The catalyst of the revival among the village churches was the Holy Spirit. When the Spirit-filled revival and mission swept through the rural areas during and after the 1980s, numerous grassroots Chinese began to embrace Christianity. Poverty and sickness become the catalyst for Chinese farmers to experience spiritual miracles and open their hearts to follow Jesus. Many village church leaders told me similar stories concerning how the revival began to sweep through their areas. It always started with miraculous healing and deliverance. There were many sick families and people suffering from poor hygiene and demonic possession in their areas because of severe idolatry. Once people got sick or developed psychological disorders, they did not have enough money to receive medical treatment. Thus, they had to seek spiritual mediators or monks for protection and restoration. However, then their situations typically turned even worse.  

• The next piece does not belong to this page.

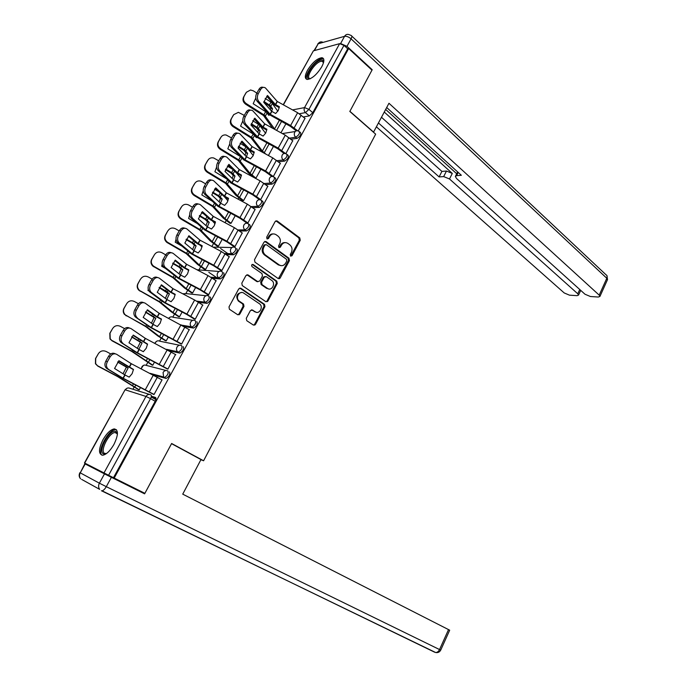 <?xml version="1.0" encoding="UTF-8"?>
<svg xmlns="http://www.w3.org/2000/svg" width="687" height="687" viewBox="0 0 687 687"><rect width="100%" height="100%" fill="white"/><g stroke="black" fill="none" stroke-linecap="round" stroke-linejoin="round"><path stroke-width="1.03" d="M290.601 256.122L292.018 255.736L300.236 240.278L299.781 237.908L277.127 220.948L275.152 221.523L266.676 237.204L267.045 238.93L268.48 238.526L269.579 236.491C271.288 233.898 273.435 233.279 276.011 234.645L278.132 236.199C280.433 238.295 280.949 240.862 279.661 243.885L278.578 245.912L278.913 247.595L280.348 247.208L281.438 245.19C283.121 242.605 285.234 241.987 287.767 243.318L289.845 244.847C292.112 246.908 292.61 249.45 291.348 252.455L290.275 254.465L290.601 256.122M290.661 256.165L299.317 240.27L298.862 237.9L275.916 220.819M267.131 238.982L268.686 236.491L269.579 236.491M278.999 247.646L280.528 245.173L281.438 245.19M321.756 66.785C324.487 61.435 324.565 58.404 321.988 57.708C317.222 58.309 312.379 62.508 307.458 70.314C304.685 75.699 304.616 78.739 307.235 79.46C311.975 78.85 316.819 74.625 321.756 66.785M113.939 444.437C118.482 434.914 118.568 429.736 114.197 428.903C110.521 429.658 106.803 433.231 103.041 439.628C98.439 449.143 98.361 454.347 102.801 455.232C106.468 454.459 110.178 450.861 113.939 444.437M246.272 318.321L246.779 320.709L253.391 325.071L255.495 324.419L264.942 306.668L264.512 304.341L240.897 288.265L238.741 288.883L229.003 306.9L229.406 309.244L237.702 314.723L239.857 314.079L243.979 306.393L243.559 304.049L239.213 301.121C234.851 298.003 239.54 289.957 243.833 293.169L259.54 303.826C263.834 306.823 259.308 314.869 255.066 311.752L252.49 310.026L250.369 310.661L246.272 318.321M348.653 48.537L371.976 70.143L349.812 111.449L375.66 134.154L203.592 460.771L171.63 443.493L144.88 493.326L114.197 478.075L348.653 48.537L347.682 48.794L343.972 45.359L308.918 109.379L305.475 112.608L299.317 113.741M278.158 278.536L280.202 277.952L289.433 260.605L288.961 258.226L266.058 241.566L264.006 242.142L254.491 259.746L254.98 262.168L278.158 278.536M277.256 283.499L267.921 301.052L265.843 301.67L242.271 285.569L241.815 283.181L245.946 275.547L248.084 274.946L257.659 281.584L259.763 280.992L262.451 275.976L261.97 273.589L252.035 266.616C251.244 265.079 251.631 264.383 253.177 264.521L276.784 281.138L277.256 283.499L276.363 283.43L267.037 300.958L267.921 301.052M151.372 396.176L155.468 397.464C156.301 397.962 156.215 399.224 155.21 401.268L150.539 398.632L108.58 475.275L84.467 462.952L125.017 389.864L84.69 463.072M251.184 175.425L250.927 175.898M238.767 197.882L238.063 199.153M226.212 220.587L225.053 222.682M213.511 243.559L211.879 246.504M200.656 266.796L198.852 270.06M187.654 290.309L185.911 293.452M174.498 314.096L172.823 317.119M161.187 338.167L159.582 341.07M147.714 362.53L146.185 365.295M134.077 387.185L132.943 389.246M114.197 478.075L108.58 475.275M347.682 48.794L312.791 112.685L309.348 115.888L303.345 116.962M283.216 104.759L313.384 50.855L339.636 43.659L343.972 45.359M285.801 153.725L292.722 140.732M273.306 176.55L280.322 163.386M259.488 199.694L260.674 199.625L267.767 186.297M246.667 222.889L247.895 222.983L255.066 209.483M229.87 223.232L231.03 223.318L235.229 215.709M233.752 246.47L234.963 246.607L242.21 232.945M217.221 246.152L218.363 246.29L222.193 239.359M220.69 270.326L221.884 270.523L229.209 256.68M204.425 269.347L205.55 269.527L208.994 263.293M207.465 294.483L208.642 294.723L216.036 280.7M191.475 292.808L192.583 293.04L195.64 287.51M194.078 318.923L195.237 319.215L202.699 305.011M178.38 316.552L179.47 316.827L182.115 312.027M180.535 343.663L181.669 344.007L189.2 329.614M165.129 340.572L166.194 340.898L168.435 336.845M166.821 368.704L167.929 369.108L175.52 354.509M151.715 364.883L152.763 365.252L154.584 361.963M152.935 394.063L154.025 394.51L162.072 379.817L161.643 379.696M169.449 371.899C170.376 374.269 169.277 376.45 166.151 378.451L153.287 374.99M183.249 346.643C184.219 348.953 183.111 351.109 179.942 353.109L169.337 350.817M196.877 321.696C197.882 323.955 196.783 326.076 193.571 328.077L184.279 326.54M210.342 297.059C211.381 299.257 210.274 301.353 207.027 303.353L198.603 302.349M223.653 272.713C224.718 274.852 223.61 276.921 220.321 278.931L212.532 278.347M236.792 248.66C237.9 250.746 236.783 252.79 233.451 254.8L226.16 254.559M248.986 224.271L249.836 224.889C250.901 226.933 249.776 228.96 246.47 230.952L239.523 231.004M261.884 200.767L262.726 201.403C263.756 203.395 262.623 205.396 259.343 207.397L252.67 207.697M274.62 177.529L275.461 178.191C276.457 180.14 275.324 182.115 272.069 184.116L265.611 184.64M287.209 154.566L288.051 155.245C289.004 157.143 287.87 159.101 284.641 161.11L278.364 161.831M299.652 131.87L300.485 132.565C301.413 134.42 300.271 136.352 297.067 138.37L290.936 139.272M203.592 460.771L200.913 459.697M298.218 131.019L304.985 118.344M138.147 389.477L139.169 389.907L140.56 387.391M151.226 396.992L155.889 399.619M280.949 132.797L285.878 123.866M113.467 477.705L155.21 401.268M268.419 155.52L273.435 146.425M253.864 177.486L248.282 172.763L238.346 160.475L220.218 149.328C217.573 147.344 216.86 144.931 218.08 142.106L218.535 141.505C217.307 144.347 218.019 146.76 220.673 148.753L239.445 160.337L250.034 173.279L255.95 178.139L260.854 169.251M243.559 200.613L248.119 192.343M285.028 242.623C283.113 242.477 281.618 243.327 280.528 245.173M273.16 233.932C271.253 233.812 269.759 234.671 268.686 236.491M278.39 278.673L288.523 260.562L288.059 258.2L264.856 241.395M286.822 260.948L286.496 259.282L266.376 244.684L264.933 245.087L263.774 247.243C262.468 250.317 262.992 252.893 265.345 254.98L279.205 264.924C281.799 266.341 283.954 265.723 285.689 263.069L286.822 260.948M265.397 244.624L264.048 245.079L264.933 245.087M280.992 265.654L278.304 264.881L264.461 254.954C262.108 252.868 261.584 250.291 262.881 247.226L264.048 245.079M266.032 301.782L267.037 300.958M257.908 281.73L256.775 281.524L246.934 274.74M276.363 283.43L275.891 281.069L252.215 264.426M267.449 288.377C271.717 291.597 276.157 283.362 271.734 280.442L266.341 276.655L264.255 277.247L261.575 282.254L262.03 284.624L267.449 288.377L266.556 288.3L268.763 288.952M265.199 276.457L263.37 277.187L264.255 277.247M266.556 288.3L261.146 284.555L260.691 282.185L263.37 277.187M276.784 281.138L275.882 281.069L276.775 281.129M256.217 312.267L251.442 309.82M241.626 292.507C236.594 293.478 235.504 296.32 238.355 301.026L239.454 301.292M237.874 314.818L238.99 313.968L243.112 306.29L242.691 303.955L238.595 301.198M253.52 325.149L254.619 324.298L264.057 306.565L263.628 304.238L239.78 288.051M270.292 109.74L270.772 108.254L272.55 108.709L271.64 111.26M270.772 108.254L268.943 105.686L263.825 102.415M263.92 101.461L270.077 105.446L272.55 108.709M277.823 111.234L271.666 102.612L265.165 98.396M272.602 128.22L263.473 115.493L245.688 104.226C243.086 102.226 242.391 99.838 243.584 97.073L246.47 92.178M275.04 129.56L264.598 115.279L246.195 103.557L245.688 104.226M255.779 98.043L253.185 103.728L266.35 112.136L268.84 115.373L269.424 114.772M243.584 97.073L245.92 92.943M244.083 96.386C242.88 99.168 243.584 101.556 246.195 103.557M256.852 93.089L253.366 90.856L250.566 89.98L246.427 92.247M279.403 106.768L275.401 104.518L267.526 95.476L263.714 102.286L271.717 111.337L275.65 113.518L278.244 110.538L279.403 106.768L279.171 107.636L274.319 104.828L266.736 96.232M297.694 130.831L290.61 125.498L270.12 114.214L258.724 101.401L257.093 101.187C255.461 98.928 255.306 96.36 256.62 93.501L258.252 93.707C256.938 96.575 257.093 99.134 258.724 101.401M296.32 130.865L290.352 126.322L268.969 114.437L257.093 101.187M305.105 118.447L297.634 112.72L277.23 101.444L265.431 87.936C263.636 86.811 262.039 87.326 260.639 89.482L258.252 93.707M260.639 89.482L258.999 89.284L256.62 93.501M258.999 89.284C260.167 87.404 261.567 86.768 263.198 87.378M257.745 132.393L258.398 130.436L260.184 130.908L259.093 133.845L250.961 125.051L254.817 118.164L262.881 127.001L266.908 129.259L266.702 130.075L261.816 127.267L254.061 118.877M258.398 130.436L256.526 127.928L251.09 124.51M251.322 123.712L257.642 127.739L260.184 130.908M265.603 133.287L259.239 124.862L252.687 120.68M262.03 152.033L250.978 137.855L233.03 126.648C230.403 124.656 229.698 122.26 230.909 119.452L233.829 114.497M265.903 154.146L262.374 150.994L252.095 137.675L233.511 126.022L233.03 126.648M242.872 120.757L240.579 126.133L253.177 134.017L256.423 137.649L256.792 137.28M230.909 119.452L233.271 115.279M231.382 118.817C230.171 121.625 230.875 124.021 233.511 126.022M244.289 115.39L238.38 112.342L233.752 114.626M245.044 155.296L245.894 152.875L247.663 153.373L246.401 156.688M245.894 152.875L243.954 150.436L238.346 146.958M238.587 146.228L245.053 150.281L247.663 153.373M246.393 147.173L240.081 143.24M229.81 143.772L227.818 148.804L240.476 156.61M243.318 159.496L244.014 160.054M253.237 155.571L248.041 148.881M218.535 141.505L221.051 137.074M231.571 137.958L226.092 134.995C223.825 134.669 222.107 135.425 220.931 137.271M218.08 142.106L220.475 137.872M373.488 132.239L388.962 103.265L599.201 295.135L606.801 278.261L351.066 38.85L346.969 46.347L372.199 69.731L349.889 111.311L373.685 132.213M384.308 112.093L452.295 173.416L449.504 178.972L577.784 293.804L579.742 289.502M449.504 178.972L443.673 176.585L446.464 171.037L452.295 173.416M378.528 123.042L439.122 176.92L443.673 176.585M376.485 126.906L564.225 292.954L569.471 295.17L577.054 295.659L578.548 295.092L577.784 293.804M458.212 172.437L456.615 175.64L455.352 176.456L456.529 178.483L585.023 294.251L590.408 296.518L598.334 297.033L599.94 296.423L599.201 295.135M456.615 175.64L461.355 175.288L386.704 107.541M371.658 69.859L372.199 69.731M346.969 46.347L341.01 43.71M385.69 109.465L456.709 173.751M381.543 117.331L441.904 171.406L446.464 171.037M441.904 171.406L439.122 176.92M104.493 473.875L85.179 463.948L80.25 472.845L99.383 483.184L104.493 473.875L144.614 493.841L171.535 443.656L200.982 459.569L182.733 494.151L449.684 630.194L440.719 650.117L439.543 649.558L448.534 629.593M144.614 493.841L85.179 463.948M310.138 78.79C302.435 80.568 313.083 61.71 320.614 60.155C322.564 59.709 323.56 60.465 323.586 62.423M323.517 62.672L322.057 61.272L320.838 61.375C314.466 62.629 304.745 78.49 310.258 78.67L310.369 78.687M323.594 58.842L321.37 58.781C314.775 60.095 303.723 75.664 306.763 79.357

Finally, when they heard that Christian pastors could provide healing and deliverance, as a last resort they invited the pastors to help them. To their surprise, the bad situations changed radically and became good. Through the ministry of the evangelists, the sick were restored, those with mental illness were cured, and the oppressed were set free through the casting out of demons. This turn of events brought repentance to the whole village, which gave up idolatry and other sins. Revival would sweep through the area as people began to listen eagerly to the message of the evangelists.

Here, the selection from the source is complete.